# Dialer-Betrug: Zielfahnder fassen Programmierer auf Mallorca



## sascha (24 Juli 2006)

*Dialer-Betrug: Zielfahnder fassen Programmierer auf Mallorca*

Zielfahnder haben in Spanien einen mutmaßlichen Dialer-Betrüger gefasst. Der 42-Jährige soll die so genannten Hanseaten-Dialer programmiert haben, mit denen Internetnutzer in ganz Deutschland vor zwei Jahren um insgesamt 3,5 Millionen Euro gebracht wurden. Der Mann war der letzte der elf Tatverdächtigen, der in diesem Zusammenhang noch gesucht worden war.
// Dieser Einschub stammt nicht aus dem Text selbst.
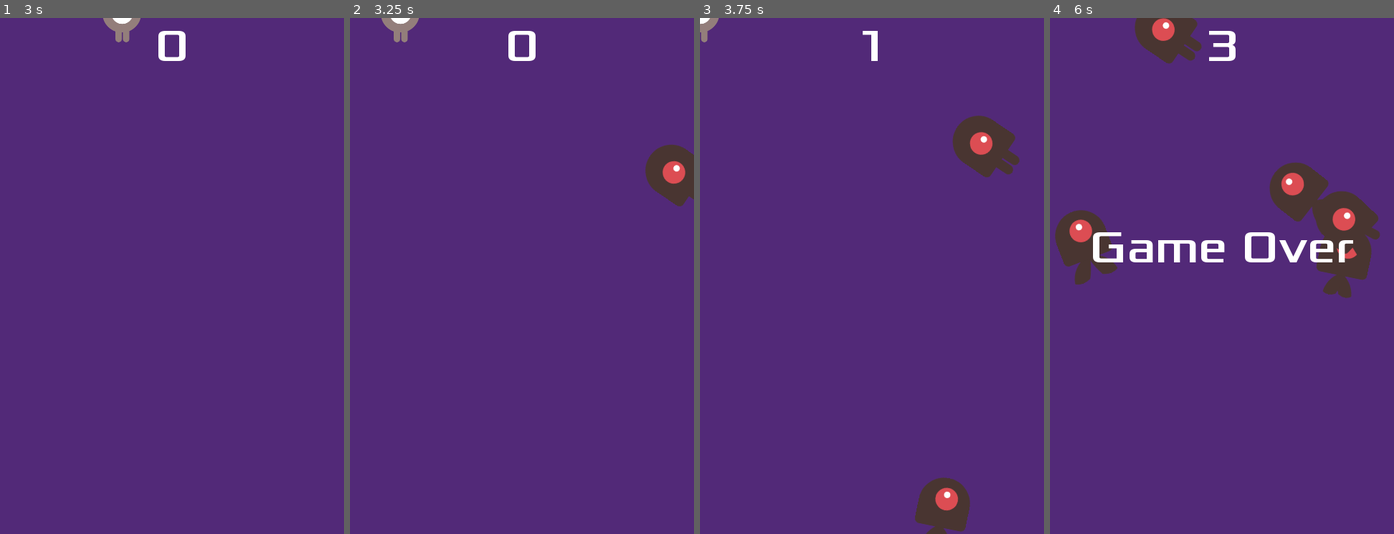
Above: before the commit, frames 1-4 (left to right).
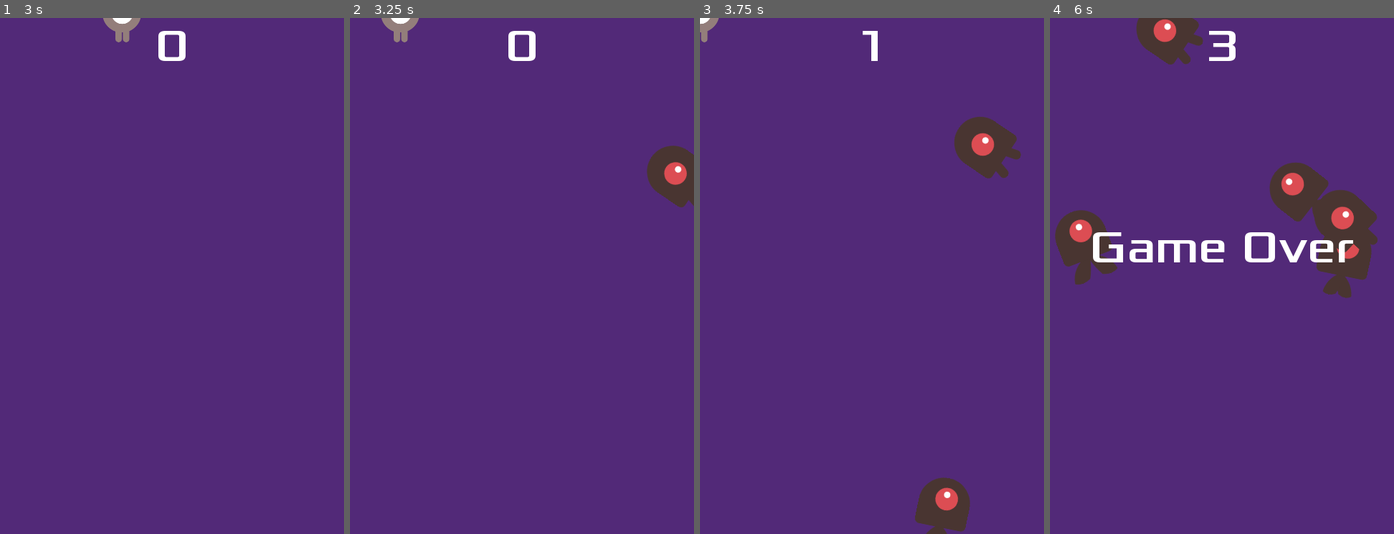
Above: after the commit, the same moments.

Repository: Luqui87/entregas-ipv-alvarez-lucas
Game: Godot game, scene res://Main.tscn
Same seed, same stepped clock (60 frames per second), same inputs: the game is played once before the commit and once after it.
Inputs:
- Up to frame 1 (3 s): click "Start" at 0.5 s; tap Enter (start_game) at 1.25, 1.35, 2.1, 2.85 s; hold Up (move_up) 1.28-2.78 s; hold Left (move_left) from 2.78 s (still down)
- Up to frame 2 (3.25 s): keep holding Left (move_left)
- Up to frame 3 (3.75 s): keep holding Left (move_left); tap Enter (start_game) at 3.6 s
- Up to frame 4 (6 s): release Left (move_left) at 4.28 s; hold Down (move_down) 4.28-5.03 s; tap Enter (start_game) at 4.35, 5.1, 5.85 s; hold Right (move_right) 5.03-5.78 s; hold Up (move_up) from 5.78 s (still down)

Frame 1 is identical in both runs. In frame 2, 0.2% of the frame differs, in the area x 85-100%, y 24-37%; in frame 3, 0.3%; in frame 4, 0.6%, in the area x 24-96%, y 0-46%.

Commit message:
Comentarios eliminados

Diff:
--- a/entrega-1-alvarez-lucas/primer_juego_2D/Main.gd
+++ b/entrega-1-alvarez-lucas/primer_juego_2D/Main.gd
@@ -2,18 +2,8 @@
 export(PackedScene) var mob_scene
 var score
 
-
-
-
-# Called when the node enters the scene tree for the first time.
 func _ready():
 	randomize()
-
-
-# Called every frame. 'delta' is the elapsed time since the previous frame.
-#func _process(delta):
-#	pass
-
 
 
 func new_game():
--- a/entrega-1-alvarez-lucas/primer_juego_2D/Mob.gd
+++ b/entrega-1-alvarez-lucas/primer_juego_2D/Mob.gd
@@ -1,22 +1,9 @@
 extends RigidBody2D
 
-
-# Declare member variables here. Examples:
-# var a = 2
-# var b = "text"
-
-
-# Called when the node enters the scene tree for the first time.
 func _ready():
 	$AnimatedSprite.playing = true
 	var mob_types = $AnimatedSprite.frames.get_animation_names()
 	$AnimatedSprite.animation = mob_types[randi() % mob_types.size()]
 
-
-# Called every frame. 'delta' is the elapsed time since the previous frame.
-#func _process(delta):
-#	pass
-
-
 func _on_VisibilityNotifier2D_screen_exited():
 	queue_free()
--- a/entrega-1-alvarez-lucas/primer_juego_2D/Mob.tscn
+++ b/entrega-1-alvarez-lucas/primer_juego_2D/Mob.tscn
@@ -43,6 +43,7 @@
 scale = Vector2( 0.75, 0.75 )
 frames = SubResource( 1 )
 animation = "walk"
+frame = 1
 playing = true
 __meta__ = {
 "_edit_group_": true
--- a/entrega-1-alvarez-lucas/primer_juego_2D/Player.gd
+++ b/entrega-1-alvarez-lucas/primer_juego_2D/Player.gd
@@ -4,12 +4,10 @@
 export var speed = 400
 var screen_size
 
-# Called when the node enters the scene tree for the first time.
 func _ready():
 	screen_size = get_viewport_rect().size
 	hide()
 
-# Called every frame. 'delta' is the elapsed time since the previous frame.
 func _process(delta):
 	var velocity = Vector2.ZERO
 	if Input.is_action_pressed("move_right"):
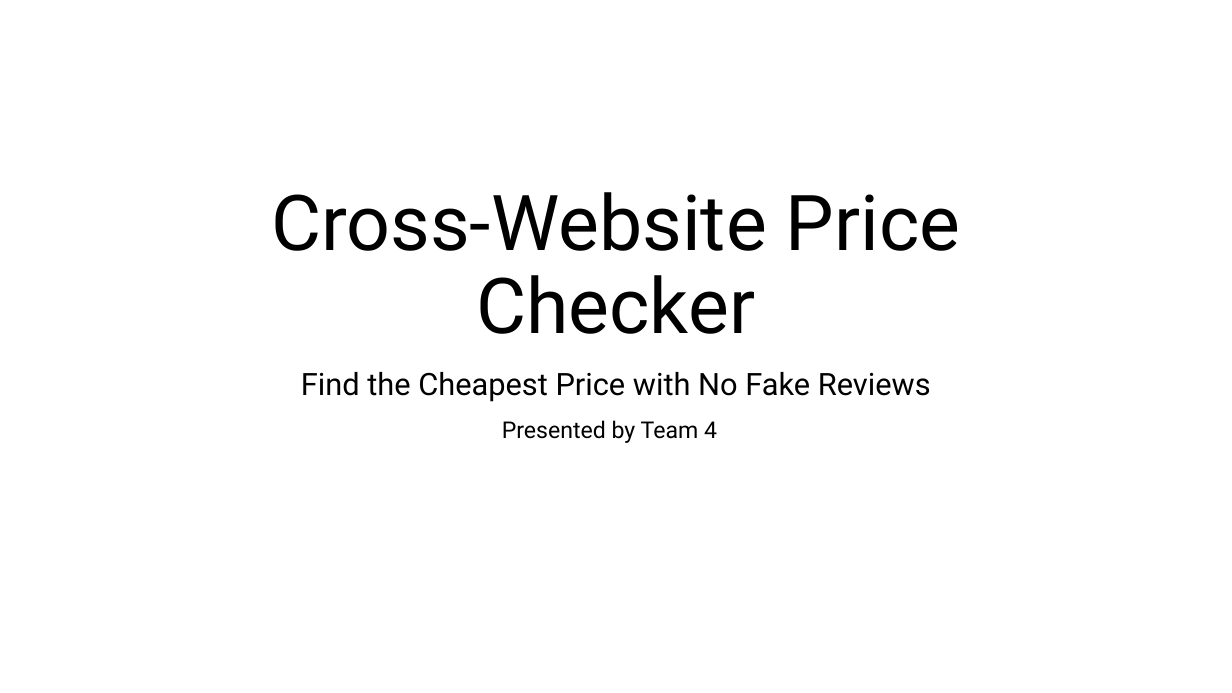
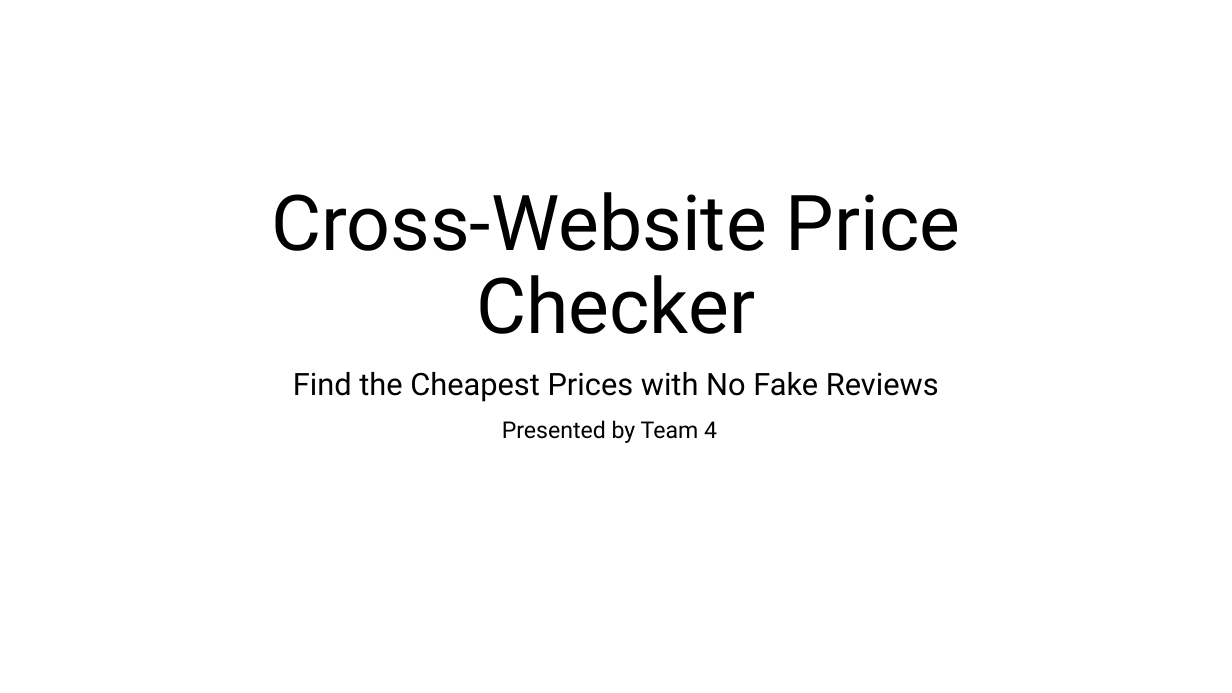
Before and after one commit to Jormungandr72/Cross-Website-Price-Checker, a slide deck: slide 1 of Documentation/Phase-One-Docs/CPT-200_Phase_One_Presentation.ppt. Drawn at 1232x693 pixels with LibreOffice and Linux fonts; fonts in the diff are those of the drawing. Boxes give left, top, right and bottom in pixels: in the first picture for what was removed or moved away, otherwise in the second. Text is boxed around its words. In the diff, an @@ line names an element or a change of style, - is before the commit and + after.

Commit message:
Added Concluding Slide
Added the concluding slide of the presentation, and fixed minor spelling errors.

```diff
--- a/Documentation/Phase-One-Docs/CPT-200_Phase_One_Presentation.ppt
+++ b/Documentation/Phase-One-Docs/CPT-200_Phase_One_Presentation.ppt
@@ subtitle at [293,372,939,402]: text changed @@
-Find the Cheapest Price with No Fake Reviews
+Find the Cheapest Prices with No Fake Reviews
```
Also in this commit, not shown: 1 slide added.
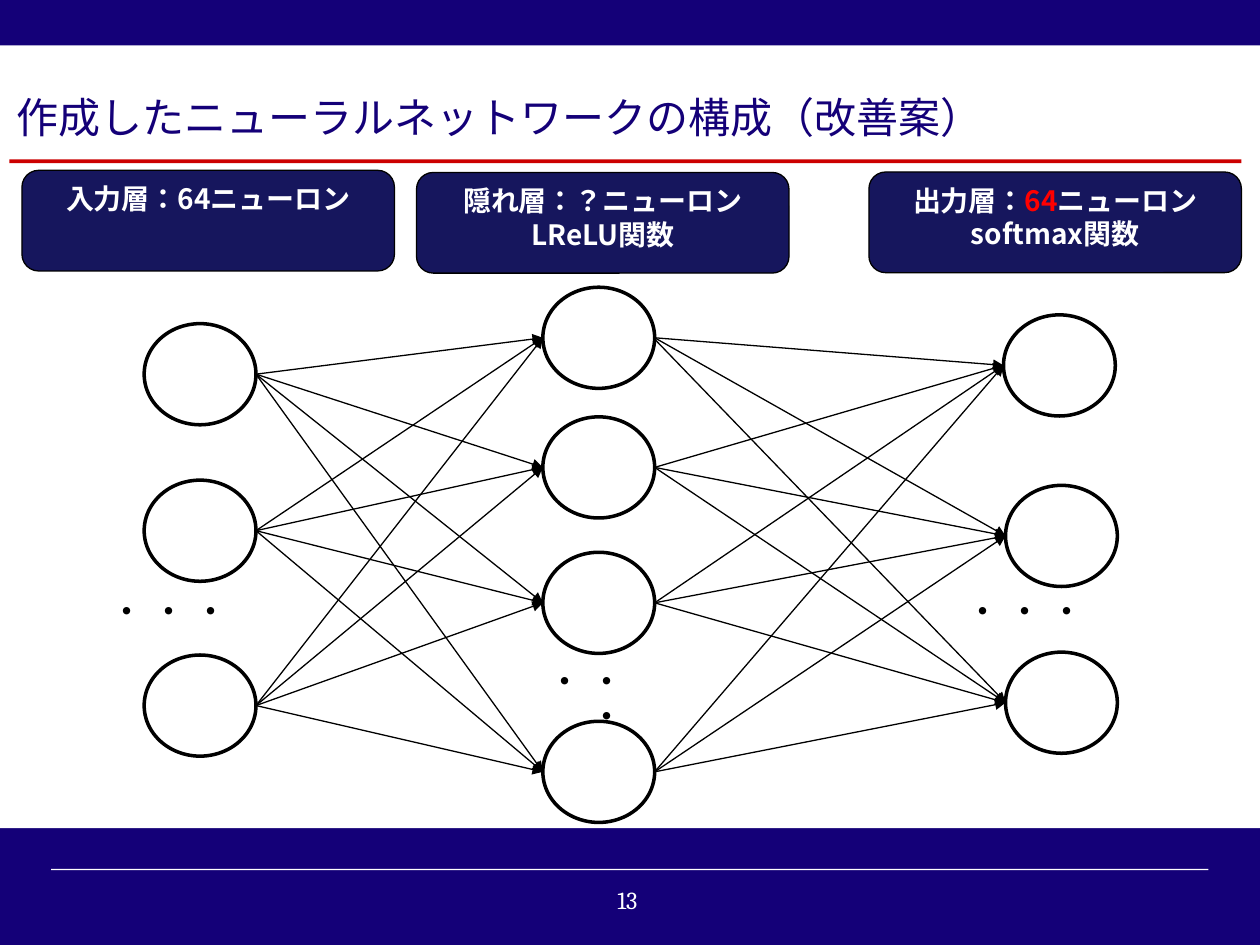
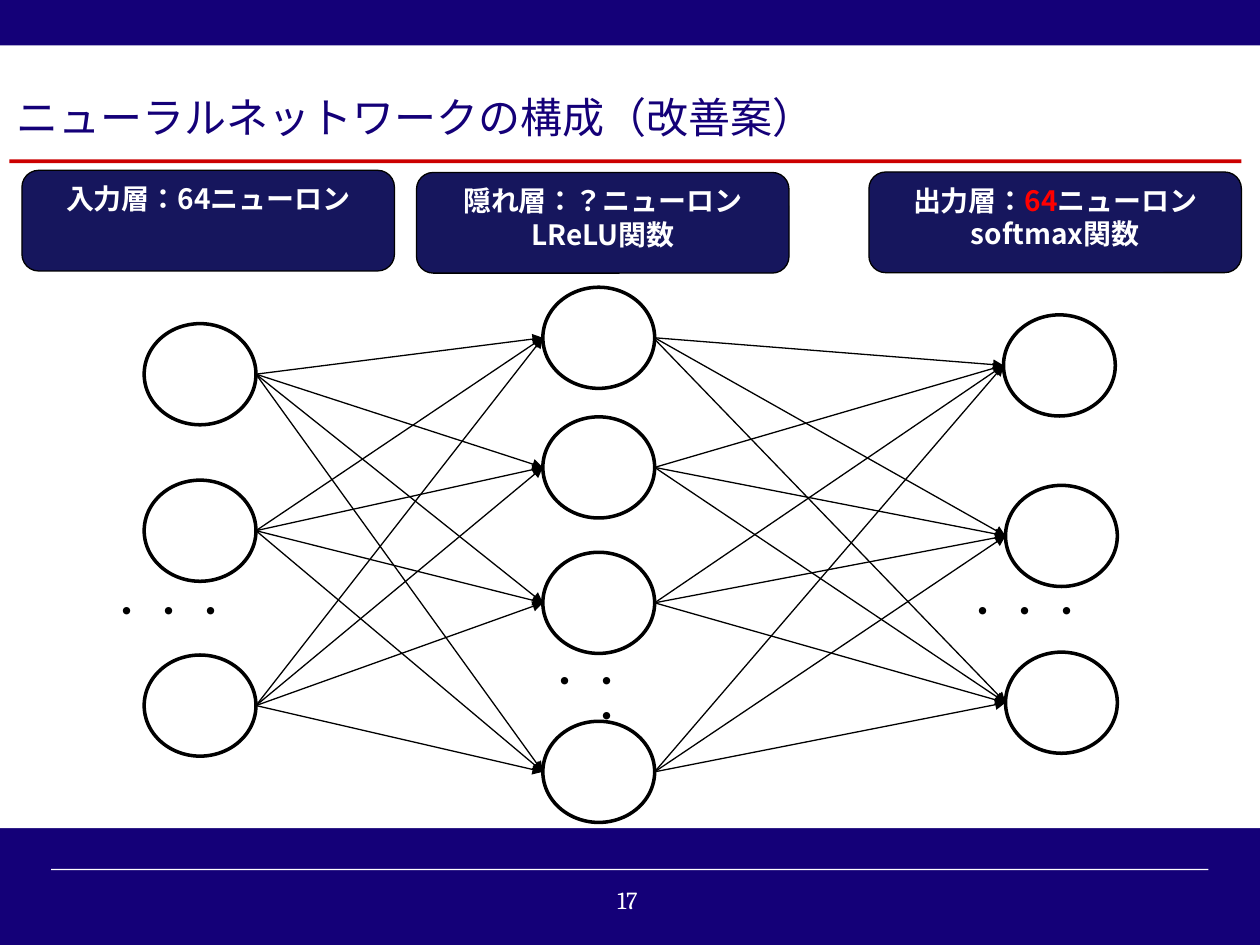
Before and after one commit to reversi-ir/ai-program, a slide deck: slide 17 of reversi-ai/result/オセロAI_技術アカデミー用説明資料.pptx (slide 13 before the commit). Drawn at 1260x945 pixels with LibreOffice and Linux fonts; fonts in the diff are those of the drawing; background and template pictures are left out. Boxes give left, top, right and bottom in pixels: in the first picture for what was removed or moved away, otherwise in the second. Text is boxed around its words. In the diff, an @@ line names an element or a change of style, - is before the commit and + after.

```diff
--- a/reversi-ai/result/オセロAI_技術アカデミー用説明資料.pptx
+++ b/reversi-ai/result/オセロAI_技術アカデミー用説明資料.pptx
@@ text at (16, 97, 814, 137): text changed @@
-作成したニューラルネットワークの構成（改善案）
+ニューラルネットワークの構成（改善案）
@@ page number at (617, 892, 637, 909): text changed @@
-13
+17
```
Also in this commit, not shown: 7 other slides changed, 4 slides added, 15 other files.

"Hanseaten-Dialer" steht für eine besondere Form von Einwählprogrammen, die in den Jahren 2003 und 2004 für großen Wirbel sorgten. Damals erhielten hunderttausende Internetsurfer „aus heiterem Himmel“ Rechnungen, in den behauptet wurde, sie hätten im Internet ein kostenpflichtiges Erotik-Abonnement abgeschlossen. Als Absender dieser Rechnungen firmierten verschiedene Firmen mit Namen wie Tele Hansa oder Media Work, die scheinbar in Hamburg residierten. Tatsächlich saßen die Hintermänner dieser Masche aber unter anderem auf Mallorca. Diese hatten verschiedene Webseiten so präpariert, dass sich beim Besuch unbemerkt ein Dialer auf den Rechnern der Betroffenen einnistete, sich einwählte und dabei die Rufnummer der Opfer übertrug. Über Rückverfolgung gelangten die Täter so an die Adressen und konnten die unberechtigten Rechnungen verschicken (Dialerschutz.de berichtete mehrfach).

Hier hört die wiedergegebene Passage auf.